I snipped most of that explanation, but thank you for it; it really helps
me understand what was going on with my partitions.

>I guess "lsdrv" didn't work for you.  I'm naturally curious how it
>failed....

I don't have an lsdrv command, so I did the 'ls -l' that you suggested.

>Anyways, your detailed smartctl reports show big problems:
>
>1)  You have multiple drives with many dozens of pending relocations.
>This suggests that your regular scrubs are not happening on schedule.  A
>"check" scrub turns pending relocations into either real relocations, or
>no error at all (successful rewrite).  Typically the latter.

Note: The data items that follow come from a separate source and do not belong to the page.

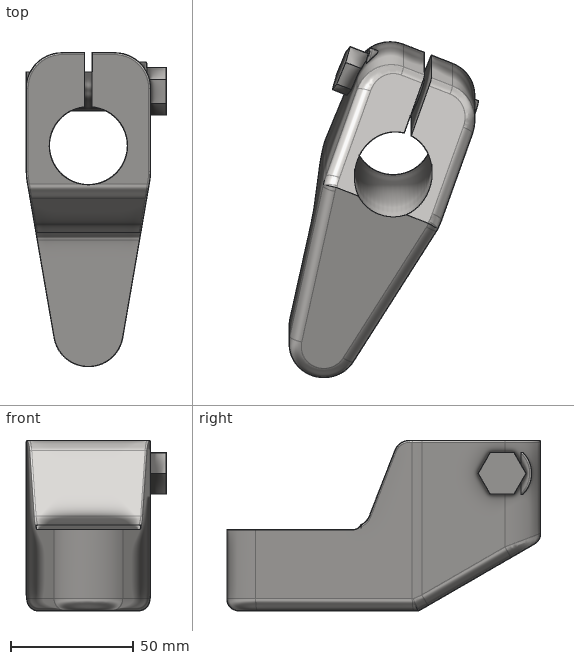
import cadquery as cq
import math

height = 69.8
length = 128.5
half_width = 25.5
back_y = 38.0
tip_y = back_y - length

taper_start_y = -12.6
tip_radius = 14.3
head_corner_radius = 14.7
taper_blend_radius = 23.1

arm_height = 33.3
underside_angle = 30.0
underside_end_y = -12.0
shoulder_y = -20.0
shoulder_radius = 6.4
slope_foot = (-32.1, 38.8)
cusp = (-35.6, 35.2)
arm_top_start = (-38.7, arm_height)

base_fillet = 5.0
top_fillet = 0.8
min_upward = 0.1
position_tolerance = 0.1

bore_radius = 16.0
slot_width = 3.1

bolt_y = 22.2
bolt_z = height - 13.5
bolt_radius = 8.0
washer_radius = 12.1
washer_thickness = 3.9
washer_fillet = 0.8
nut_across_flats = 17.0
nut_inner_x = 23.9
nut_outer_x = 31.9


def plan_prism(bottom_z):
    """Plan outline with flanks tangent to the tip circle, from bottom_z to the top."""
    tip_center_y = tip_y + tip_radius
    run = taper_start_y - tip_center_y
    touch_angle = math.atan2(run, half_width) - math.acos(tip_radius / math.hypot(half_width, run))
    touch_x = tip_radius * math.cos(touch_angle)
    touch_y = tip_center_y + tip_radius * math.sin(touch_angle)
    prism = (
        cq.Workplane("XY", origin=(0, 0, bottom_z))
        .moveTo(half_width, back_y)
        .lineTo(half_width, taper_start_y)
        .lineTo(touch_x, touch_y)
        .threePointArc((0, tip_y), (-touch_x, touch_y))
        .lineTo(-half_width, taper_start_y)
        .lineTo(-half_width, back_y)
        .close()
        .extrude(height - bottom_z)
    )
    prism = prism.edges("|Z and >Y").fillet(head_corner_radius)
    taper_edges = cq.selectors.BoxSelector(
        (-half_width - 1.3, taper_start_y - 1.3, bottom_z),
        (half_width + 1.3, taper_start_y + 1.3, height),
    )
    return prism.edges("|Z").edges(taper_edges).fillet(taper_blend_radius)


def flat_base_prism():
    """Plan prism standing on Z = 0 with a rounded base rim."""
    return plan_prism(0).faces("<Z").edges().fillet(base_fillet)


def sloped_base_prism():
    """Plan prism cut along the sloping underside, with that face's rim rounded."""
    slope = math.tan(math.radians(underside_angle))
    back_z = (back_y - underside_end_y) * slope
    tip_z = (tip_y - underside_end_y) * slope
    below_slope = (
        cq.Workplane("YZ")
        .moveTo(back_y, back_z)
        .lineTo(tip_y, tip_z)
        .lineTo(tip_y, tip_z - height)
        .lineTo(back_y, tip_z - height)
        .close()
        .extrude(half_width, both=True)
    )
    prism = plan_prism(tip_z - height).cut(below_slope)
    return prism.faces("<Z").edges().fillet(base_fillet)


def foot_arc_midpoint():
    """Midpoint of the arc from the cusp that is tangent to the arm top."""
    dy = cusp[0] - arm_top_start[0]
    dz = cusp[1] - arm_top_start[1]
    radius = (dy**2 + dz**2) / (2 * dz)
    half_sweep = math.atan2(dz, dy)
    return (
        arm_top_start[0] + radius * math.sin(half_sweep),
        arm_top_start[1] + radius * (1 - math.cos(half_sweep)),
    )


def top_profile_prism():
    """Block under the stepped top: head, slope, cusped foot and arm."""
    prism = (
        cq.Workplane("YZ")
        .moveTo(back_y, 0)
        .lineTo(back_y, height)
        .lineTo(shoulder_y, height)
        .lineTo(*slope_foot)
        .tangentArcPoint(cusp, relative=False)
        .threePointArc(foot_arc_midpoint(), arm_top_start)
        .lineTo(tip_y, arm_height)
        .lineTo(tip_y, 0)
        .close()
        .extrude(half_width, both=True)
    )
    shoulder = cq.selectors.NearestToPointSelector((0, shoulder_y, height))
    return prism.edges("|X").edges(shoulder).fillet(shoulder_radius)


def round_top_rim(body):
    """Round the outer rim of the top faces; the rounding runs on around the arm."""
    top_faces = [
        face
        for face in body.faces().vals()
        if face.normalAt().z > min_upward and face.Center().y > arm_top_start[0]
    ]
    edges = [edge for face in top_faces for edge in face.Edges()]
    rim = [edge for edge in edges if sum(edge.isSame(other) for other in edges) == 1]
    rim = [edge for edge in rim if edge.Center().y > arm_top_start[0] + position_tolerance]
    return body.newObject(rim).fillet(top_fillet)


def arm_zone():
    """Box around the arm up to the foot cusp, where the top rim stays sharp."""
    return cq.Workplane("XY", origin=(0, tip_y, 0)).box(
        2 * half_width,
        cusp[0] - tip_y,
        height,
        centered=(True, False, False),
    )


def x_cylinder(radius, start_x, end_x):
    """Cylinder on the bolt axis between two X positions."""
    return (
        cq.Workplane("YZ", origin=(start_x, bolt_y, bolt_z))
        .circle(radius)
        .extrude(end_x - start_x)
    )


body = top_profile_prism().intersect(flat_base_prism()).intersect(sloped_base_prism())
sharp_arm = body.intersect(arm_zone())
body = round_top_rim(body).union(sharp_arm)

bore = cq.Workplane("XY").circle(bore_radius).extrude(height)
slot = cq.Workplane("XY").rect(slot_width, back_y, centered=(True, False)).extrude(height)
body = body.cut(bore).cut(slot)

bolt = x_cylinder(bolt_radius, -half_width, nut_inner_x)
washer = x_cylinder(washer_radius, nut_inner_x - washer_thickness, nut_inner_x)
washer = washer.faces(">X").edges().fillet(washer_fillet)
nut_across_corners = nut_across_flats / math.cos(math.pi / 6)
nut = (
    cq.Workplane("YZ", origin=(nut_inner_x, bolt_y, bolt_z))
    .polygon(6, nut_across_corners)
    .extrude(nut_outer_x - nut_inner_x)
)

result = body.union(bolt).union(washer).union(nut)

I've got a raid-check script that runs from cron.weekly. I really did
think it was working, because every week I would check and the array was
re-building.

>2) All of your self-test log entries show "short offline".  That isn't
>rigorous enough.  You need "long offline" self-tests occasionally, too.
> Or just use the long self-test every time.

I will take this into account, and being using the long test.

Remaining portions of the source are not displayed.